Quería arrojárselos a la cara a Oberon, pues no permitía que no
cumpliese su trabajo.
El Taltos se había escabullido hasta
su dormitorio. Allí estaba Miravelle recostada leyendo una revista
de moda y complementos. Su otra hermana, mucho más salvaje, había
ido al campo de tiro y aún no estaba de regreso. Lorkyn vivía
apartada de ambos, llevaba la administración y las subvenciones. No
quería trato con otros. Miravelle era recepcionista. Ella no quería
trabajo pesado con informes, pero sí atender a otros. Tan distintas
y tan deseables. Oberon había huido para sentir los brazos de su
hermana, la cama bajo su cuerpo y la sensación placentera de al fin,
pese a todo, descansar. Pero Rowan iba hacia allí dispuesta a que
siguiese trabajando. Tras ella iba Michael.
—Puede hacerlo más
tarde...—murmuraba con las manos metidas en los bolsillos de su
chaqueta.
Ella se giró ligeramente, para tomar
contacto visual con Michael, frunciendo el ceño con desaprobación.

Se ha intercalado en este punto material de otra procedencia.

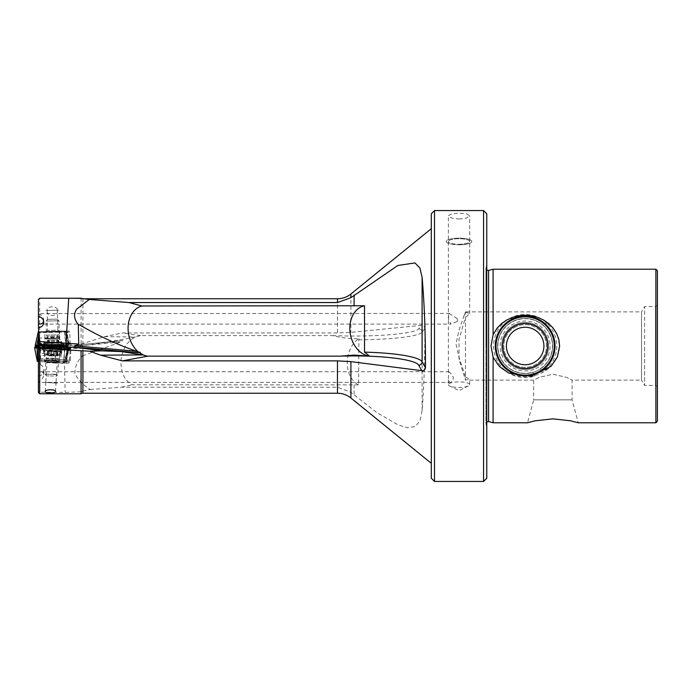 <?xml version="1.0" encoding="UTF-8"?>
<svg xmlns="http://www.w3.org/2000/svg" width="692" height="692" viewBox="0 0 692 692"><rect width="100%" height="100%" fill="white"/><g stroke="black" fill="none" stroke-linecap="round" stroke-linejoin="round"><path stroke-width="0.52" stroke-dasharray="3.46 2.59" d="M58.301 344.183L47.636 344.452L58.301 344.183L58.197 339.703L56.805 339.807L58.422 339.833L47.532 339.971L58.197 339.703M51.9 344.279L51.788 339.798M54.158 339.997L54.261 344.469M47.8 319.332L57.176 319.107L47.8 319.332L46.139 321.088L58.924 320.777L46.13 321.079L46.468 335.153L59.261 334.85L46.468 335.153L47.203 336.364L58.578 336.087L47.203 336.355L47.22 337.212L58.595 336.935L47.22 337.212L43.881 343.31L62.219 342.877L43.881 343.31L43.916 344.599L62.254 344.158L43.916 344.599M57.176 319.107L58.924 320.777L59.261 334.841L58.474 336.52L62.219 342.877L62.254 344.158M53.708 339.755L53.82 344.227M52.185 351.441L47.402 350.61L58.059 351.225L52.185 351.441M51.935 355.904L47.151 355.074L57.808 355.688L51.935 355.904M57.28 352.098A9.169 0.605 3.3 0 0 48.111 351.571A9.169 0.605 3.3 0 0 43.484 351.83A9.169 0.605 3.3 0 0 43.492 351.856A9.169 0.605 3.3 0 0 47.999 352.609A9.169 0.605 3.3 0 0 61.787 352.903A9.169 0.605 3.3 0 0 61.796 352.885A9.169 0.605 3.3 0 0 57.28 352.098M57.358 350.827A9.169 0.605 3.3 0 0 48.181 350.299A9.169 0.605 3.3 0 0 43.561 350.559A9.169 0.605 3.3 0 0 48.077 351.337A9.169 0.605 3.3 0 0 57.246 351.865A9.169 0.605 3.3 0 0 61.873 351.605A9.169 0.605 3.3 0 0 57.358 350.827M55.412 360.255L45.793 360.048L48.942 360.61L58.569 360.8L55.412 360.255M54.607 374.277L44.98 374.087L57.747 374.848L54.607 374.277M53.647 376.024L46.598 375.903L53.647 376.024M51.796 350.697L51.537 355.16M53.708 350.809L53.457 355.264M56.58 351.527L56.303 355.982M47.679 355.16L47.895 350.697M48.596 355.1L48.873 350.636M465.439 376.725L459.038 357.487L455.95 343.907L459.038 330.101L465.439 311.876L465.439 346L465.439 317.446L459.038 339.184L459.038 359.442L465.439 380.072L465.439 346L465.439 376.725L469.704 379.45L465.439 380.072M463.579 316.962L465.439 311.876L641.527 311.876L641.527 346L641.527 311.876L644.607 306.539L644.607 346L644.607 306.539L655.549 306.539L655.549 346L655.549 306.539L657.4 305.475L657.4 346L657.4 305.475M69.373 343.621L68.525 343.059L67.081 337.575L67.859 338.094L69.373 343.621L71.068 344.651L71.103 346.052L84.061 345.49L74.494 345.196L122.769 340.55L74.485 345.196L79.961 345.879L83.023 348.379L82.556 355.809C77.383 360.835 74.805 366.855 74.84 373.879C78.974 380.565 84.113 385.773 90.271 389.492L82.91 390.971L82.91 393.246M67.081 337.575L66.96 332.247L65.844 331.191L68.681 330.992L60.178 331.079A1.064 0.571 -92.3 0 1 60.178 331.079L69.304 331.174L69.78 332.039L59.633 332.143L59.711 343.016L57.289 337.566L57.159 332.238L59.633 332.143A1.064 0.571 -92.3 0 1 60.161 331.079L57.453 331.191L57.159 332.238L38.423 332.705L38.423 299.515M59.521 360.956L68.958 361.778L65.368 361.873L66.666 360.731A6.609 0.432 3.3 0 0 70.299 360.575A6.609 0.432 3.3 0 0 70.316 360.549A6.609 0.432 3.3 0 0 60.835 359.615L61.32 351.147L59.642 354.477L40.179 353.275L39.063 359.684L59.521 360.956L59.642 354.477M75.765 345.948L81.076 344.175L81.076 298.226M81.076 344.175L104.501 336.641L122.337 332.947L337.462 332.947L350.905 332.359L421.168 325.37C423.184 325.162 424.421 326.166 424.871 328.371C424.923 358.88 423.997 386.318 422.094 410.676L420.053 420.641L415.347 426.531L407.588 427.743L398.272 425.009L376.509 412.337L350.905 392.286L350.905 398.012M47.16 310.647L47.627 330.421L57.86 330.171L57.367 310.198L58.647 310.172L47.16 310.448C46.364 305.734 57.592 305.527 57.367 310.198L47.16 310.448M57.393 310.474C58.803 316.737 46.546 317.36 47.168 310.812M59.893 343.007L63.396 342.99C67.349 342.791 69.529 342.998 69.961 343.613L68.525 343.059M67.859 338.094L67.678 332.731L66.475 331.382M65.844 331.191L66.57 331.684L39.703 332.324L39.703 298.235M493.102 422.786L493.102 357.288L497.193 363.966L501.657 368.481L506.752 371.993L512.608 374.64L518.879 376.24L525.159 376.759L531.43 376.24L537.701 374.64L543.557 371.993L548.661 368.481L553.116 363.966L556.653 358.491L558.876 352.358L559.629 346L557.345 335.014L551.005 325.664L530.963 315.682L508.594 319.038L499.538 325.439L493.102 334.712L493.102 269.214M655.878 269.214L655.878 422.786M657.4 421.264L657.4 346L657.4 386.525L655.549 385.461L655.549 346L655.549 385.461L644.607 385.461L644.607 346L644.607 385.461L641.527 380.124L641.527 346L641.527 380.124L572.085 380.124L572.085 399.838L578.227 422.786L570.641 420.805L552.882 418.842L535.132 420.805L527.538 422.786L533.688 399.838L572.085 399.838L533.688 399.838L533.688 380.124L539.336 377.304L552.882 374.216L566.437 377.304L572.085 380.124L566.437 377.304L552.882 374.216L539.336 377.304L533.688 380.124L467.334 380.124M38.423 382.399L38.423 372.235L40.672 371.734L448.65 371.734L448.373 379.683L449.722 382.399L38.423 382.399L38.423 376.024L38.423 392.494M43.648 321.149L43.752 320.145C43.432 316.936 41.65 314.765 38.423 313.614L449.16 313.433L448.373 319.003L450.803 324.098L39.799 324.098M468.484 385.946L459.038 390.617L449.592 385.946A10.665 2.759 0 0 0 459.038 387.425A10.665 2.759 180 0 0 468.484 385.946A10.665 2.759 180 0 0 469.704 384.666A10.665 2.759 180 0 0 459.038 381.906A10.665 2.759 0 0 0 448.373 384.666L448.373 379.683M459.038 244.786A12.793 3.313 180 0 0 471.832 241.482A12.793 3.313 180 0 0 459.038 238.169A12.793 3.313 0 0 1 471.832 241.482A12.793 3.313 0 0 1 459.038 244.795A12.793 3.313 0 0 1 446.236 241.482A12.793 3.313 0 0 1 459.038 238.169A12.793 3.313 0 0 0 446.236 241.482L446.236 241.482A12.793 3.313 0 0 0 459.038 244.795M459.038 219.07L466.581 218.015L469.704 215.74L466.581 213.88L459.038 213.231L451.495 213.88L448.373 215.74L451.495 218.015L459.038 219.07M459.038 244.241A10.665 2.759 180 0 0 469.704 241.482A10.665 2.759 180 0 0 459.038 238.714A10.665 2.759 180 0 0 448.373 241.482A10.665 2.759 0 0 1 459.038 238.723A10.665 2.759 0 0 1 469.704 241.482A10.665 2.759 0 0 1 459.038 244.241A10.665 2.759 0 0 1 448.373 241.482A10.665 2.759 180 0 0 459.038 244.241M358.586 384.882L132.103 384.795C124.422 380.237 120.719 372.305 120.979 360.99C122.129 349.469 126.913 341.476 135.355 337.013L140.528 335.585L332.636 335.585C338.846 337.298 346 338.353 354.096 338.769L358.871 338.587A25.595 19.462 98.3 0 0 347.28 360.99A25.595 19.462 98.3 0 0 358.586 384.882L358.871 338.587M45.326 331.831L60.239 331.468L45.326 331.831L47.636 330.413L57.869 330.171L60.239 331.468M67.678 332.731L66.96 332.247L69.78 332.039L70.056 345.36L68.845 345.299A39.245 1.003 -1.4 0 1 75.082 345.178M44.686 361.034A7.465 0.493 -176.7 0 1 52.653 361.034A7.465 0.493 -176.7 0 1 59.547 361.951A7.465 0.493 3.3 0 1 59.521 361.977A7.465 0.493 3.3 0 1 52.09 361.985A7.465 0.493 3.3 0 1 44.712 361.12A7.465 0.493 3.3 0 1 44.686 361.034M45.257 391.62L45.784 382.451L56.009 383.031L45.784 382.451L46.926 362.547L57.133 363.162L59.521 361.977M55.516 391.611L56.009 383.039L45.802 382.425L56.009 383.039L57.151 363.136M57.272 383.134L51.139 382.33L44.522 382.347L57.272 383.134L44.513 382.373L57.272 383.134M62.816 348.898L62.306 350.429L62.392 348.872M38.423 347.384L38.423 355.186L55.68 356.259L58.24 350.965L62.306 350.429M70.722 347.583L70.134 349.728L69.027 350.68L70.653 348.768M66.951 355.627L66.207 356.276L65.913 361.38L66.666 360.731L66.951 355.627L68.698 350.126A6.609 0.432 3.3 0 0 69.122 350.117L70.134 349.728M431.306 478.241L431.306 213.759M434.507 210.558L434.507 481.442M483.57 210.558L483.57 481.442M465.439 311.962L469.704 313.649L465.439 317.446M536.845 318.519L531.266 316.772L525.159 316.14L519.052 316.772L513.464 318.519M497.721 334.219L495.299 346L495.913 339.971L497.721 334.219L500.541 329.107L504.044 324.885L508.395 321.287L513.455 318.528L519.052 316.772L525.159 316.14L531.266 316.772L536.862 318.528L541.914 321.287L546.273 324.885L549.777 329.107L552.597 334.219L554.404 339.971L555.019 346A29.86 29.86 0 0 0 525.159 316.14A29.86 29.86 0 0 0 495.299 346A29.86 29.86 0 0 0 525.159 375.86A29.86 29.86 0 0 0 555.019 346L552.45 358.119L545.815 367.564L536.551 373.602L525.159 375.86L513.758 373.602L504.503 367.564L497.868 358.119L495.299 346L497.721 357.781M81.076 393.774L81.076 391.758L82.91 390.971M90.271 389.492L121.61 387.209L337.462 387.209L350.905 392.286M431.306 463.311L431.306 228.689L431.306 463.311M493.102 334.712L491.009 346L493.102 357.288M486.761 213.759L486.761 478.241M486.761 346L486.761 427.102L486.761 346M657.4 386.525L657.4 270.736M449.592 385.946A10.665 2.759 0 0 1 448.373 384.666M448.65 371.734C449.904 372.201 451.478 374.069 453.355 377.339C453.234 380.565 452.023 382.252 449.722 382.399M457.334 321.503L457.334 318.675L457.334 321.503L450.803 324.098M449.16 313.433L457.334 318.675M59.365 351.078L38.423 349.78L59.227 351.06M55.68 356.259L55.386 361.354L38.423 360.307L38.423 355.186M38.423 360.307L38.423 361.501L63.067 363.006L64.996 349.789L67.738 349.789L68.543 349.088M63.396 342.99L64.122 348.733L39.764 349.33L40.266 364.52L38.423 367.755L38.423 359.823L38.423 361.501L55.715 362.573L55.386 361.354L59.252 361.752A6.609 0.432 3.3 0 0 65.844 362.158A6.609 0.432 3.3 0 0 69.555 362.011A6.609 0.432 3.3 0 0 69.563 361.985A6.609 0.432 3.3 0 0 66.674 361.458L67.816 350.887A6.609 0.432 -176.7 0 1 68.188 350.93L69.027 350.68M38.423 367.755L38.423 372.235M38.423 331.667L38.89 331.667L38.423 336.952L38.89 331.667L38.423 331.693L57.462 331.191L38.423 331.667M38.423 343.941L60.939 342.972L38.423 343.526L38.423 332.705M69.667 348.292L40.473 346.329L40.499 347.548L64.823 348.811L65.031 346.061M65.005 346.061L40.923 344.573M40.473 346.329L40.413 344.746M38.423 359.823L39.063 359.684M40.499 347.548L40.179 353.275M61.32 351.147L62.73 348.924M63.456 346.51L39.219 347.107L39.764 349.33M38.864 345.481L39.219 347.107M40.266 364.52C42.471 365.618 43.631 367.495 43.752 370.168C43.432 373.775 41.65 375.721 38.423 376.024M81.076 391.758L65.16 392.425L39.703 392.191L38.423 390.842M71.103 346.052L70.056 345.36M39.703 393.774L39.703 392.191M39.703 332.324L38.423 332.324M536.845 373.481L525.159 375.86L513.464 373.481M58.24 350.965L38.423 349.737M59.901 362.997L59.841 362.997A1.28 0.718 95.8 0 0 59.901 362.997L68.205 363.205L64.512 362.617L66.674 361.458A1.28 0.718 -84.2 0 1 65.887 362.755M69.477 349.053L69.425 349.823M64.823 348.811L69.451 348.984L70.679 348.5L70.731 347.574M68.698 350.126L67.816 350.887M66.207 356.276L67.159 353.093M46.926 362.547L57.116 363.17M45.88 310.483L58.647 310.172L45.88 310.483M38.423 343.543L59.711 343.016M38.423 338.033L57.289 337.566M64.096 346.458L68.845 345.299M104.501 336.641L135.355 337.013M84.061 345.49L104.163 342.73L134.689 337.073M82.556 355.809L121.022 341.926L122.778 340.55M121.61 387.209L132.103 384.795M122.501 340.576L104.163 342.73M40.672 371.734C42.636 371.829 43.657 372.85 43.752 374.813C43.432 377.875 41.65 380.237 38.423 381.897M42.575 348.067A9.601 0.631 3.3 0 0 42.549 348.111A9.601 0.631 3.3 0 0 42.567 348.145A9.601 0.631 3.3 0 0 52.064 349.287A9.601 0.631 3.3 0 0 61.683 349.252A9.601 0.631 3.3 0 0 61.692 349.244A9.601 0.631 3.3 0 0 61.709 349.209A9.601 0.631 3.3 0 0 52.488 348.05A9.601 0.631 3.3 0 0 42.575 348.067A9.601 0.631 3.3 0 0 42.549 348.111A9.601 0.631 3.3 0 0 42.549 348.128A9.601 0.631 3.3 0 0 51.952 349.278A9.601 0.631 3.3 0 0 61.683 349.252A9.601 0.631 3.3 0 0 61.7 349.235A9.601 0.631 3.3 0 0 61.709 349.209A9.601 0.631 3.3 0 0 52.506 348.05A9.601 0.631 3.3 0 0 42.575 348.067M58.621 361.855A7.249 0.476 3.3 0 0 58.638 361.821A7.249 0.476 3.3 0 0 51.675 360.947A7.249 0.476 3.3 0 0 44.176 360.956A7.249 0.476 3.3 0 0 44.158 360.99A7.249 0.476 3.3 0 0 51.121 361.864A7.249 0.476 3.3 0 0 58.621 361.855A7.249 0.476 3.3 0 0 58.638 361.821A7.249 0.476 3.3 0 0 51.675 360.947A7.249 0.476 3.3 0 0 44.176 360.956A7.249 0.476 3.3 0 0 44.158 360.99A7.249 0.476 3.3 0 0 51.121 361.864A7.249 0.476 3.3 0 0 58.621 361.855M61.735 348.483A9.601 0.631 3.3 0 0 61.752 348.439A9.601 0.631 3.3 0 0 52.531 347.28A9.601 0.631 3.3 0 0 42.619 347.298A9.601 0.631 3.3 0 0 42.593 347.341A9.601 0.631 3.3 0 0 51.813 348.5A9.601 0.631 3.3 0 0 61.735 348.483M68.266 349.088L63.69 363.006L65.506 361.44L63.067 363.006L63.69 363.006L67.738 349.789L66.354 349.841L65.074 349.019M38.423 348.137L64.996 349.789L51.009 348.188L38.423 348.067L51.061 348.18L51.225 347.609L51.009 348.188M37.195 346.061L37.991 346.052L36.615 346L39.107 359.805L37.29 361.371L39.729 359.805L65.506 361.44L39.107 359.805L36.615 346L34.6 347.739M68.136 347.834L67.375 347.739L64.962 361.371L67.375 347.739L39.349 346L39.729 359.805L39.349 346L37.783 346L40.897 347.972L64.624 347.246L40.205 347.842M65.506 361.44L69.425 349.062L65.506 361.44M42.662 347.773L62.168 347.315L42.662 347.773L42.748 344.702C43.094 345.299 43.83 343.327 44.954 338.777L59.451 338.431L44.954 338.777L44.79 331.857L59.278 331.503L44.79 331.857L59.287 331.511L44.79 331.857L44.945 338.31L59.443 337.955L44.937 338.302L43.899 342.592L60.68 342.185L43.899 342.592L42.748 344.702L61.934 344.244L42.748 344.694L61.934 344.244L42.748 344.702L42.766 345.472L61.951 345.014L42.766 345.472M35.223 345.308L36.261 346L39.262 332.324L36.261 346L38.916 346L39.868 332.324L38.916 346L67.029 345.308L65.186 331.702L65.749 331.667L39.868 332.324L38.328 331.702L39.262 332.324L65.186 331.702L67.029 345.308L69.503 345.178L68.465 344.486L38.787 345.152M38.795 345.213L51.753 345.576L65.801 344.486L64.209 331.044L38.89 331.667L64.209 331.044L65.801 344.486L68.465 344.486L64.814 331.044L64.209 331.044L64.814 331.044L68.465 344.486L69.183 345.576L69.503 345.178L65.749 331.667L64.814 331.044L65.749 331.667L69.503 345.178L67.081 345.663L64.581 347.202L58.336 347.695M61.951 345.014L61.934 344.235C62.384 344.581 60.014 343.206 59.451 338.431L59.287 331.511L59.434 337.947L61.934 344.244L62.168 347.306M37.048 346.19L53.422 346.112L69.745 348.05M53.422 346.112L69.235 348.041M38.103 345.862L53.362 346.199L53.18 344.841M53.362 346.199L67.358 347.479M67.634 349.088L67.141 349.841L64.996 349.789L63.067 363.006L38.423 361.475L55.749 362.573M53.258 345.862L39.072 345.723L41.425 344.486M37.991 346.052L38.778 346.061M67.859 347.86L68.551 347.946M66.354 349.841L51.061 348.18M64.624 347.246L66.57 346.052L69.183 345.576M37.178 345.152L51.779 345.55L67.124 344.434L63.716 346.623L63.924 347.116M37.083 345.144L51.788 345.55L51.961 347.246M68.266 345.55L52.999 346.407L36.832 345.939L35.569 346.407L38.709 346.363L40.897 347.972M52.999 346.407L37.593 345.948L52.912 346.753L52.869 347.842M67.539 345.221L52.912 346.753L38.103 345.922M38.043 345.888L40.231 347.202L46.494 347.393M47.359 347.972L41.105 347.782M40.499 347.695L40.231 347.202M57.471 347.116L63.716 346.623M38.363 345.939L36.486 346.337M66.354 344.426L67.885 344.426L68.447 345.55M66.441 344.417L51.788 345.55L51.865 346.052L51.779 345.55L51.865 346.052L66.034 344.962L66.57 346.052L52.912 346.753M535.772 368.585A24.955 24.955 0 0 0 547.744 335.378A24.955 24.955 0 0 0 514.537 323.415A24.955 24.955 0 0 0 502.574 356.622A24.955 24.955 0 0 0 535.772 368.585M537.796 372.884A29.713 29.713 0 0 0 552.043 333.362A29.713 29.713 0 0 0 512.513 319.116A29.713 29.713 0 0 0 498.266 358.638A29.713 29.713 0 0 0 537.796 372.884A29.713 29.713 0 0 0 552.043 333.362A29.713 29.713 0 0 0 512.513 319.116A29.713 29.713 0 0 0 498.266 358.638A29.713 29.713 0 0 0 537.796 372.884A29.713 29.713 0 0 0 552.043 333.362A29.713 29.713 0 0 0 512.513 319.116A29.713 29.713 0 0 0 498.266 358.638A29.713 29.713 0 0 0 537.796 372.884A29.713 29.713 0 0 0 552.043 333.362A29.713 29.713 0 0 0 512.513 319.116A29.713 29.713 0 0 0 498.266 358.638A29.713 29.713 0 0 0 537.796 372.884A29.713 29.713 0 0 0 552.043 333.362A29.713 29.713 0 0 0 512.513 319.116M516.085 326.702A21.331 21.331 0 0 0 505.852 355.074A21.331 21.331 0 0 0 534.233 365.298A21.331 21.331 0 0 0 544.457 336.926A21.331 21.331 0 0 0 516.085 326.702A21.331 21.331 0 0 0 505.852 355.074A21.331 21.331 0 0 0 534.233 365.298A21.331 21.331 0 0 0 544.457 336.926A21.331 21.331 0 0 0 516.085 326.702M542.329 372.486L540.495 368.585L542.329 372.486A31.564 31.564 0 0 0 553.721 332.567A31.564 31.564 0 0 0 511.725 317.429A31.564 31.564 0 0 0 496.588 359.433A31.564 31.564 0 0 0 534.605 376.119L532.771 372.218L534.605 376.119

Acabó tomando una pluma del bolsillo de su bata, las cuales a penas
se veían en el bolsillo, y se dirigió hacia la habitación del
joven macho Taltos.
Los pasillos parecían interminables,
pero pronto llegaron a la planta indicada y la puerta tras la que se
encontraba Oberon junto a Miravelle. Ambos estaban tumbados en la
cama disfrutando del silencio y del aroma que desprendían. De
inmediato abrieron la puerta y cuando, Oberon, la vio aparecer gruñó
bajo. Estaba en los brazos de su hermana, siendo besado y consentido.
Él quería estar con la hembra y no pasearse ni un minuto más por
los pasillos.
—¿Qué?—masculló—¿Vienes a
darme con el látigo porque no fui un buen esclavo?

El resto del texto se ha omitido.